For me it would be one of the fairly new diamond hone cards sold by Smokey Mountain Knife Works. They come in three grits (basically soft, medium and hard.) They are just about exactly the size of the interior of the tin. I would probably put a medium in the tin for maintaining my knife's edge.
Please limit your reply to one item and give your basic reason for its inclusion.

----------


## Rick

If I have only one then it's a toss up between a compass and water purifying tablets. Compass....tablets.....compass...it's a toss up.

----------


## Pal334

fishingline (double as snare material)?

----------


## crashdive123

whistle....

----------


## Rick

Can I stop now?

----------


## hoosierarcher

> Can I stop now?


Flip a coin....OK let's just say water purification tabs are in there with the improvised water container.
So Rick would add a compass.

----------


## Rick

I meant stop whistling. Crash said whistle but he didn't say when to stop.

----------


## crashdive123

Yes sir, you may stop.  Rescue is on the way.

----------


## Badawg

Condom-non-lubed...

----------


## Ken

> Condom-non-lubed...


Ribbed????

----------


## Rick

Already in there.

----------


## Ken

> Condom-non-lubed...


Multi-use item?  :Innocent:

----------


## Rick

Oh. That's bad.

----------


## Ken

Photon Light

----------


## hoosierarcher

> Multi-use item?


It's already in the tin Ken. re-read the original post. The non lubed are for oral according to the Trojan website. You travel in interesting lands.

----------


## Ken

By the way - when using a condom as a water carrier, it makes sense to put a small twist-tie (the bread wrapper type) in the kit with the condom.  It takes up almost no room at all, and is the easiest way to secure the filled condom without a great risk of breakage.

----------


## Runs With Beer

A few fish hooks,for you know what.

----------


## Alpine_Sapper

> A few fish hooks,for you know what.


Damnit, you stole my idea. I'd wrap some line around the hooks, mebbe a sinker or two. But since that was already mentioned,

needle & thread, for fixing clothes, non-hard-use gear, or severe lacerations until you can get somewhere to get treated.

----------


## Badawg

ok, since the condom was already in there... How about a fresnel lens or magnifier?

----------


## mountain mama

DUCT TAPE (small rolled up bit)

----------


## tennecedar

4" piece of jute or sisal twine- tinder

----------


## laughingbeetle

Ibuprophen or your prefered O.T.C. pain relief. If you have been injured it is much easier to think your way out of a bad situation if you can take the edge off the pain.

----------


## mountain mama

benadryl - allergic reactions happen

----------


## Rick

Signal mirror.

----------


## Alpine_Sapper

> Signal mirror.


why not polish the inside of the tin as well? keep the signal mirror, preferably with a sighting hole, but, that whole redundancy thing. 

razor blade?

----------


## Rick

Because, Mr. Buttinskyhead, everyone knows a true signal mirror is MUCH better than a shiny old lid. It can be seen from much futher away and will increase your chances of rescue. And please be careful where you place that razor blade. 

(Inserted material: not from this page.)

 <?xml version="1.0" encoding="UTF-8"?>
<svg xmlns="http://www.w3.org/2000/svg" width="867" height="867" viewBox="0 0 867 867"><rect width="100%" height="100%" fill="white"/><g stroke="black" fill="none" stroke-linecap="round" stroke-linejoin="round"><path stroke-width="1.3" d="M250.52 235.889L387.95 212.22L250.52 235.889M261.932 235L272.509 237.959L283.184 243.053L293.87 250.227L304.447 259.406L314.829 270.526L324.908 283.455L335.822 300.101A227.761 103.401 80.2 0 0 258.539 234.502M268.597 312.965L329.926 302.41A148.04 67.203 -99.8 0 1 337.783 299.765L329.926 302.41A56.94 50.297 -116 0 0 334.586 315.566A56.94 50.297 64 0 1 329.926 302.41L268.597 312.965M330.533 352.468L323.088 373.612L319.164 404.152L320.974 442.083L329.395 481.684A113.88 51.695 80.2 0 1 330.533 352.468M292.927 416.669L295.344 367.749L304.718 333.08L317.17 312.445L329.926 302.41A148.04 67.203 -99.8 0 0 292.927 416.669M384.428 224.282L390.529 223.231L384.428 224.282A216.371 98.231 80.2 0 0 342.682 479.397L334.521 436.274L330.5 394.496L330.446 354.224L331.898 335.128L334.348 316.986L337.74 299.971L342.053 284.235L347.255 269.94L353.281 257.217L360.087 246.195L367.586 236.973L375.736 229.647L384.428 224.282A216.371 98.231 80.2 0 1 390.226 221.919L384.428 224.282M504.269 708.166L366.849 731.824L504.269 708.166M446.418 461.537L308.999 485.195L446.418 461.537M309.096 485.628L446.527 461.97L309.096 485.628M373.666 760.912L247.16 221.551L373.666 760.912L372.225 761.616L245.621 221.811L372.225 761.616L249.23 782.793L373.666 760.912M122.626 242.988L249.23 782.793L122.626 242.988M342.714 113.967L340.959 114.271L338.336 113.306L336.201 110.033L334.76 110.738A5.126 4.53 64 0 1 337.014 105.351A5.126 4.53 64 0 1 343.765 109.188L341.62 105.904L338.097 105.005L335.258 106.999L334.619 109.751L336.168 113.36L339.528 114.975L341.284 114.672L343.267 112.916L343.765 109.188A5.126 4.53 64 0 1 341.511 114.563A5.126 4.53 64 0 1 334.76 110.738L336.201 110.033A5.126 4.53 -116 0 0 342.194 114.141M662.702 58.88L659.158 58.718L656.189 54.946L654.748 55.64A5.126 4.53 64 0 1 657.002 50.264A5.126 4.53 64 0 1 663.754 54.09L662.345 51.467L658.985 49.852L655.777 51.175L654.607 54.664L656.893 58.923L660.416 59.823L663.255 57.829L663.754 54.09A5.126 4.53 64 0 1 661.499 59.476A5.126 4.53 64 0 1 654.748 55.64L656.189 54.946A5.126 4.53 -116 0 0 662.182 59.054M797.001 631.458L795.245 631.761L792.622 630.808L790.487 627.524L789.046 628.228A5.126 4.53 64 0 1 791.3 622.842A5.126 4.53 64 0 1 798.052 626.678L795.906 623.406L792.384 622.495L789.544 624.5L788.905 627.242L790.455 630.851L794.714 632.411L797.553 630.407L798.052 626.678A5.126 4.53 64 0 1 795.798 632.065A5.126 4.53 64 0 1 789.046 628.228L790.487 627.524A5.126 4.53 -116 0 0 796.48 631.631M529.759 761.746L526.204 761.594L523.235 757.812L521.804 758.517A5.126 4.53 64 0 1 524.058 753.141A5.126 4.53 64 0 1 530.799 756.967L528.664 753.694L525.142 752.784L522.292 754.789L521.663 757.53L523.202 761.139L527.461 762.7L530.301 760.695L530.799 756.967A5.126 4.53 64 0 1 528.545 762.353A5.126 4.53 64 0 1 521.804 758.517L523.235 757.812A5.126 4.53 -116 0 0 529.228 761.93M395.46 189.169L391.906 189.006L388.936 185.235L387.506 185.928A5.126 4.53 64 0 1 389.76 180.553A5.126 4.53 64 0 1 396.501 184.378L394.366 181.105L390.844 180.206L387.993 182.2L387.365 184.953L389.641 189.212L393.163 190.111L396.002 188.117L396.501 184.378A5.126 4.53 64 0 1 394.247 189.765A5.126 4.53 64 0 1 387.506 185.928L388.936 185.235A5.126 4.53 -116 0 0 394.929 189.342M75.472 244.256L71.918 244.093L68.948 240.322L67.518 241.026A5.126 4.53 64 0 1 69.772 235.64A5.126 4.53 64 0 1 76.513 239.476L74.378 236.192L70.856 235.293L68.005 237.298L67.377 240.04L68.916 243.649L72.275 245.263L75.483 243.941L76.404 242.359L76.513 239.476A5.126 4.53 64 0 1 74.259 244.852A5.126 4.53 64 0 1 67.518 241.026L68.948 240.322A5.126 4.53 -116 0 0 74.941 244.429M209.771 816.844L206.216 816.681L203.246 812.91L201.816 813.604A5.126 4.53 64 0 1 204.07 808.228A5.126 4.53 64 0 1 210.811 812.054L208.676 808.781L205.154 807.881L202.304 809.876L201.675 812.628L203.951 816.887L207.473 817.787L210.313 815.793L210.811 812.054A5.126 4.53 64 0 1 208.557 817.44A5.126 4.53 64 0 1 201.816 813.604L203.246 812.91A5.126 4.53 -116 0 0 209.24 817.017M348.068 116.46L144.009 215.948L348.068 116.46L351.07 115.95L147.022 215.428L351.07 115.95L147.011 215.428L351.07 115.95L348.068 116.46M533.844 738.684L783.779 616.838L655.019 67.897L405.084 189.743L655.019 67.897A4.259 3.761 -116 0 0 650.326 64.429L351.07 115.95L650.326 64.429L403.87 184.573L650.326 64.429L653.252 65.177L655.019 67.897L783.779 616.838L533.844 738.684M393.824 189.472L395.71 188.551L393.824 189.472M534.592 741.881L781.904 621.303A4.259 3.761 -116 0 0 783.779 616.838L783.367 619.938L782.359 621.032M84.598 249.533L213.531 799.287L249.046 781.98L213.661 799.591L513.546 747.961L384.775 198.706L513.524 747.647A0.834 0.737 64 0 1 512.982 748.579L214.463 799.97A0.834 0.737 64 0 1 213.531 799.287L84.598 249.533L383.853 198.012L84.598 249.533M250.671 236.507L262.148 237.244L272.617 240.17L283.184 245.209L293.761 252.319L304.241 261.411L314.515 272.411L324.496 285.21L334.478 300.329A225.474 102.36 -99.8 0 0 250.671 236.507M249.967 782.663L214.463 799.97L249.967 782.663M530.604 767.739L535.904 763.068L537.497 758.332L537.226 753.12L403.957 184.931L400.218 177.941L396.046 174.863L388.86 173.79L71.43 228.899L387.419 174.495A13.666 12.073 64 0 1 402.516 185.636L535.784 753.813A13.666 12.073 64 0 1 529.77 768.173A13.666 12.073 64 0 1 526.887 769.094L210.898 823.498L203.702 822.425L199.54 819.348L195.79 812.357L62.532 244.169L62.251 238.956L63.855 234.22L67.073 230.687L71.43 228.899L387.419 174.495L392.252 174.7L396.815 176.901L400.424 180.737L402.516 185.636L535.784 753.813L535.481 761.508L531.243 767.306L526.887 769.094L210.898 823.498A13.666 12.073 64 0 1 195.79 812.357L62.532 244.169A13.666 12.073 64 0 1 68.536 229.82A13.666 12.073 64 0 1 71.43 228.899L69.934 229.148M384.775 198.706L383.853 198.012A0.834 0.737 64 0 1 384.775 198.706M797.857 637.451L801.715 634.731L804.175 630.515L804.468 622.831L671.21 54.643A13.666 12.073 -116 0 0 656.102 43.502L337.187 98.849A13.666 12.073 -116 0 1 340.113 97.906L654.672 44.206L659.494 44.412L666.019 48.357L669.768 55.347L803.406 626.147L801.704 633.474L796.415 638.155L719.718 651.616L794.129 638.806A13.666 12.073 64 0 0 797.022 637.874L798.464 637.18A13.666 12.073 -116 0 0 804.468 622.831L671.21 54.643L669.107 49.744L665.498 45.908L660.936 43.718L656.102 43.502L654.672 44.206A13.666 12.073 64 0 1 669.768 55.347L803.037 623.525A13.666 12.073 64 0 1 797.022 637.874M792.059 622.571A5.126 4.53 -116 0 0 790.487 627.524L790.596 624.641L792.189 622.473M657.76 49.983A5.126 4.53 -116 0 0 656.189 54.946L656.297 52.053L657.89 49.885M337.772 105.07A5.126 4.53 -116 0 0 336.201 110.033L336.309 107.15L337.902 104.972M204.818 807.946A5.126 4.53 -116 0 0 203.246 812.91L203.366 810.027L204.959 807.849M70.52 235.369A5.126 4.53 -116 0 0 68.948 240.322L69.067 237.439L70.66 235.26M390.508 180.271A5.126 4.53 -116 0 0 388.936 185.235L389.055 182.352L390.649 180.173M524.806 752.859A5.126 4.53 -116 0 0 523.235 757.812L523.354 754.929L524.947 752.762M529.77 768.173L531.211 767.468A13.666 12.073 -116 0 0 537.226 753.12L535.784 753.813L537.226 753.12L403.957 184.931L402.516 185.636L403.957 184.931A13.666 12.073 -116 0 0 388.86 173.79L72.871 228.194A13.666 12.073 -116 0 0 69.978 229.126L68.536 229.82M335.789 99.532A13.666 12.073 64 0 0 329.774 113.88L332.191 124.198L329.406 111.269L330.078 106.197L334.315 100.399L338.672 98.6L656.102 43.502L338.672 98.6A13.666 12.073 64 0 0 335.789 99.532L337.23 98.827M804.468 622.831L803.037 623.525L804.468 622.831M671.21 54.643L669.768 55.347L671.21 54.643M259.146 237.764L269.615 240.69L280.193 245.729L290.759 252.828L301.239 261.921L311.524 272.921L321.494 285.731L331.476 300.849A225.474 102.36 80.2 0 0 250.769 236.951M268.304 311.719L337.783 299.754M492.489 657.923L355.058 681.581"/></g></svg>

Next question. Yes, you in the back.

----------


## Rick

Safety pins.

----------


## hoosierarcher

Rick gets around the "one item only please" by making multiple posts. A mod playing fast and loose with the rules?  Nah A loophole I didn't cover. I guess I should have had Ken write up the contract.

----------


## Rick

Well golly jeepers. Just one per person? That's no fun. (walks off kickin' chat).

----------


## Runs With Beer

One trash bag,rain coat/ shelter.

----------


## Rick

Ooh! Ooh! Mr. Hoosierrancher! Runs with Beer has already posted!! He has. He's using the loop hole!!

----------


## crashdive123

I had a list of seventeen more items, but I guess I'll follow the rules.

----------


## RobertRogers

Of course any kit like this needs to have a firesteel in it.

----------


## Rick

Cheap plug! Plum tacky. Besides, fire making is in the kit. So there.

----------


## Ken

> Rick gets around the "one item only please" by making multiple posts. A mod playing fast and loose with the rules?  Nah A loophole I didn't cover. I guess I should have had Ken write up the contract.


I say, *"Let's sue him!" * You posted in good faith.  He intentionaly broke the rules with the objective of causing you anxiety. Right?  Your doctor (I'll get one for ya', don't worry) will testify that you've suffered permanent emotional injury.  Right?  

That's _INTENTIONAL INFLICTION OF EMOTIONAL DISTRESS,_ an actionable tort.

He did this on the internet.  Ahhh, a _FEDERAL CASE!_

I'll PM you right after I book my next vacation........

----------


## Rick

Let me get this straight. I get torts to eat?

----------


## Ken

> Let me get this straight. I get torts to eat?


Nah.  You'll be lucky to afford beans by the time we (hoosierarcher, me, and YOUR LAWYER) get through with you..... :Sneaky2:

----------


## crashdive123

So would that be eating torts in your briefs? :Lol:

----------


## Ken

> So would that be eating torts in your briefs?


We don't call 'em briefs anymore.  Too many sick jokes at our expense.  Now, we call those documents _memoranda_....

----------


## crashdive123

Briefs - Memoranda.....whatever.  I call em garanimals.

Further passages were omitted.